Under the deal, 99 per cent of New Zealand’s $NZ3 billion ($2.8 billion) trade in paper and wood products will get preferential access to China’s markets. The new deal removes duties form an additional 12 wood and paper products. The expect values of these changes is expected to start at $NZ36 million ($34 million).
The timetable for elimination of dairy tariffs for New Zealand products going into China remains unchanged: two years for milk products and four years for milk powder.
“This means that by January 2024, New Zealand will have the best access to China for dairy products of any country,” Jacinda Ardern said.
Under the existing free trade deal 98 per cent of all New Zealand exports to China were tariff-free. Having already made the big gains for a free trade deal, this agreement focuses on ease of doing business.

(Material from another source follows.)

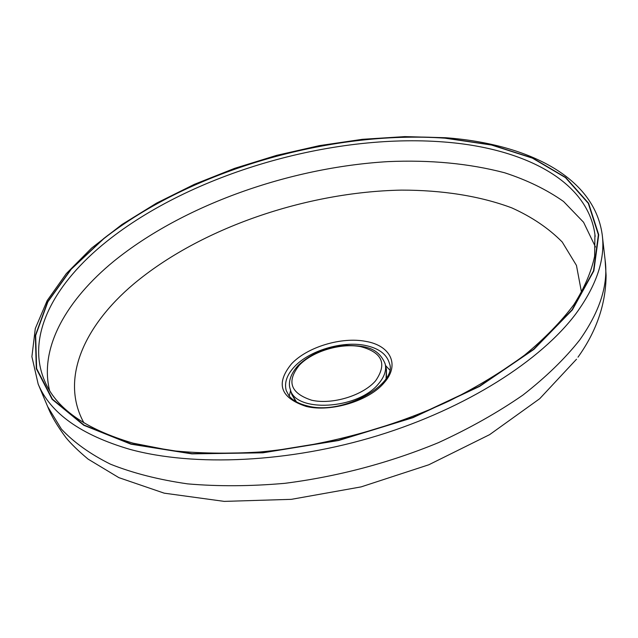 <?xml version="1.0" encoding="UTF-8"?>
<svg xmlns="http://www.w3.org/2000/svg" width="638" height="638" viewBox="0 0 638 638"><rect width="100%" height="100%" fill="white"/><g stroke="black" fill="none" stroke-linecap="round" stroke-linejoin="round"><path stroke-width="0.96" d="M290.609 390.416L289.237 396.134M389.547 369.817L385.543 365.51M294.485 366.659C286.901 374.761 284.149 382.728 286.231 390.576L288.958 395.775C292.547 400.401 298.696 403.774 307.404 405.912C343.092 415.88 398.295 383.566 389.363 363.181C386.652 354.018 378.478 348.069 364.848 345.341C341.984 340.788 309.374 350.629 294.485 366.659M291.542 363.827C307.285 346.968 341.601 336.625 365.71 341.37C390.376 345.421 400.273 364.689 384.228 382.648C369.298 400.8 330.955 412.547 306.224 406.438C280.257 397.857 275.361 383.653 291.542 363.827M581.537 292.443L576.449 265.408L562.214 242.001C548.728 228.332 531.925 216.952 511.788 207.876C479.792 195.906 441.99 190.092 401.398 190.116C306.057 191.95 200.356 228.061 133.517 284.141C84.391 325.659 59.621 379.012 83.985 422.962M49.525 390.249C39.109 347.104 67.102 299.509 113.907 261.173C183.401 204.95 289.229 167.595 387.601 161.637C430.044 159.739 469.058 163.448 504.642 172.77C527.092 180.083 546.734 189.653 563.561 201.488L583.579 222.271L595.501 247.018M444.048 141.995C331.337 133.087 191.544 173.608 106.809 241.371C54.82 282.849 25.448 335.436 44.469 380.503C55.658 408.168 85.213 429.055 133.119 443.179L170.84 450.532C198.585 453.435 228.244 453.921 259.818 451.999C323.929 446.106 391.884 427.739 449.702 400.72C477.631 386.58 502.624 371.364 524.683 355.055C544.756 338.403 561.161 321.592 573.897 304.621C584.456 287.842 591.362 271.708 594.616 256.237L594.927 234.441C587.383 179.812 522.227 147.912 444.048 141.995M444.925 138.175L491.467 145.009L532.387 158.112L565.459 177.595L588.284 203.323L598.388 234.768L593.507 270.855L572.047 309.837L533.599 349.281L479.425 386.221L412.746 417.499L338.547 440.268L262.92 452.573L192.046 453.626L131.197 443.952L84.041 425.075L52.436 399.157L36.629 368.549L35.656 335.468L47.874 301.83L71.289 269.156L103.866 238.62C190.69 170.545 330.332 130.072 444.925 138.175M130.957 444.176L191.886 453.873L262.856 452.82L338.587 440.507L412.89 417.699L479.656 386.381L533.894 349.385L572.382 309.885L593.858 270.855L598.731 234.728L588.603 203.251L565.739 177.5L532.618 158.001L491.651 144.89L445.053 138.047C330.34 129.937 190.587 170.45 103.659 238.588L71.041 269.156L47.595 301.87L35.353 335.54L36.31 368.66L52.125 399.308L83.753 425.267L130.957 444.176M576.146 313.402C540.968 360.542 466.689 408.224 377.991 435.563C289.269 462.797 194.112 466.928 129.729 449.311C80.835 434.909 50.314 413.161 38.168 384.076L31.9 356.666L35.305 328.498L47.172 300.594L66.304 273.614L91.585 248.102L122.002 224.488L156.565 203.123L194.407 184.318L234.688 168.328L276.621 155.361L319.471 145.616L362.456 139.307L404.803 136.612L445.683 137.728C525.8 143.725 593.874 175.825 602.168 234.409C605.518 258.557 596.841 284.891 576.146 313.402M47.643 406.565L61.423 429.119C73.88 442.413 90.229 454.096 110.47 464.185C132.871 473.125 158.567 479.68 187.564 483.867C218.14 486.515 250.59 486.331 284.899 483.317C337.909 476.514 389.068 462.973 438.394 442.676C469.616 428.337 497.792 412.475 522.913 395.089C545.889 377.162 564.813 358.803 579.679 340.014C600.007 311.224 608.485 284.524 605.103 259.921L602.4 236.435M386.078 378.454L386.421 369.211L386.476 377.792M291.67 394.085L296.495 401.948M290.226 389.076C288.695 385.177 288.328 376.34 298.113 365.51C310.228 353.962 326.034 347.263 345.509 345.429C363.756 345.676 378.071 346.697 385.153 363.859C386.62 370.207 384.451 376.811 378.637 383.669C358.093 409.684 294.676 413.017 290.226 389.076L291.749 394.356L295.825 401.565M375.654 380.734C387.29 363.796 382.298 352.431 360.677 346.641C340.596 342.813 312.492 351.299 299.31 365.231C286.326 381.572 290.45 393.239 311.679 400.225C332.231 404.947 362.966 395.544 375.654 380.734M594.927 234.441L595.158 236.419M576.521 359.21L539.716 398.694L489.609 434.653L428.8 464.775L361.156 486.882L291.359 499.339L224.265 501.388L164.205 493.166L118.859 477.639L88.108 459.129C78.314 450.922 70.882 443.705 65.826 437.461C57.356 426.04 51.471 416.143 48.153 407.762L38.168 384.076M605.103 259.921L606.1 275.297C605.861 304.039 596.49 331.337 577.988 357.176M385.224 364.162L386.421 369.211"/></g></svg>

At exporter-level the deal also removes red tape and speeds customs clearance for perishable items to six hours, helping fresh food exporters get goods to market more quickly. This will immediately affect good such as such as fresh seafood, including rock lobster and salmon, among others.
As part of the deal China also agreed that New Zealand exporters can “self-declare” that their good are New Zealand goods, rather than having to get third-party certification. Currently bodies such as chambers of commerce have to issue certification.
The deal will also mean that New Zealand goods that transit through ports of another country won’t have to apply for new certification documents from China. The need to provide extra documentation had been a bugbear of exporters for years.
“This ensures our upgraded free trade agreement will remain the best that China has with any country,” Ardern said.
The deal retains carve outs for the Treaty of Waitangi so the government can regulate to fulfil its obligations to Maori. New Zealand also retains the right to regulate “for legitimate public policy purposes”.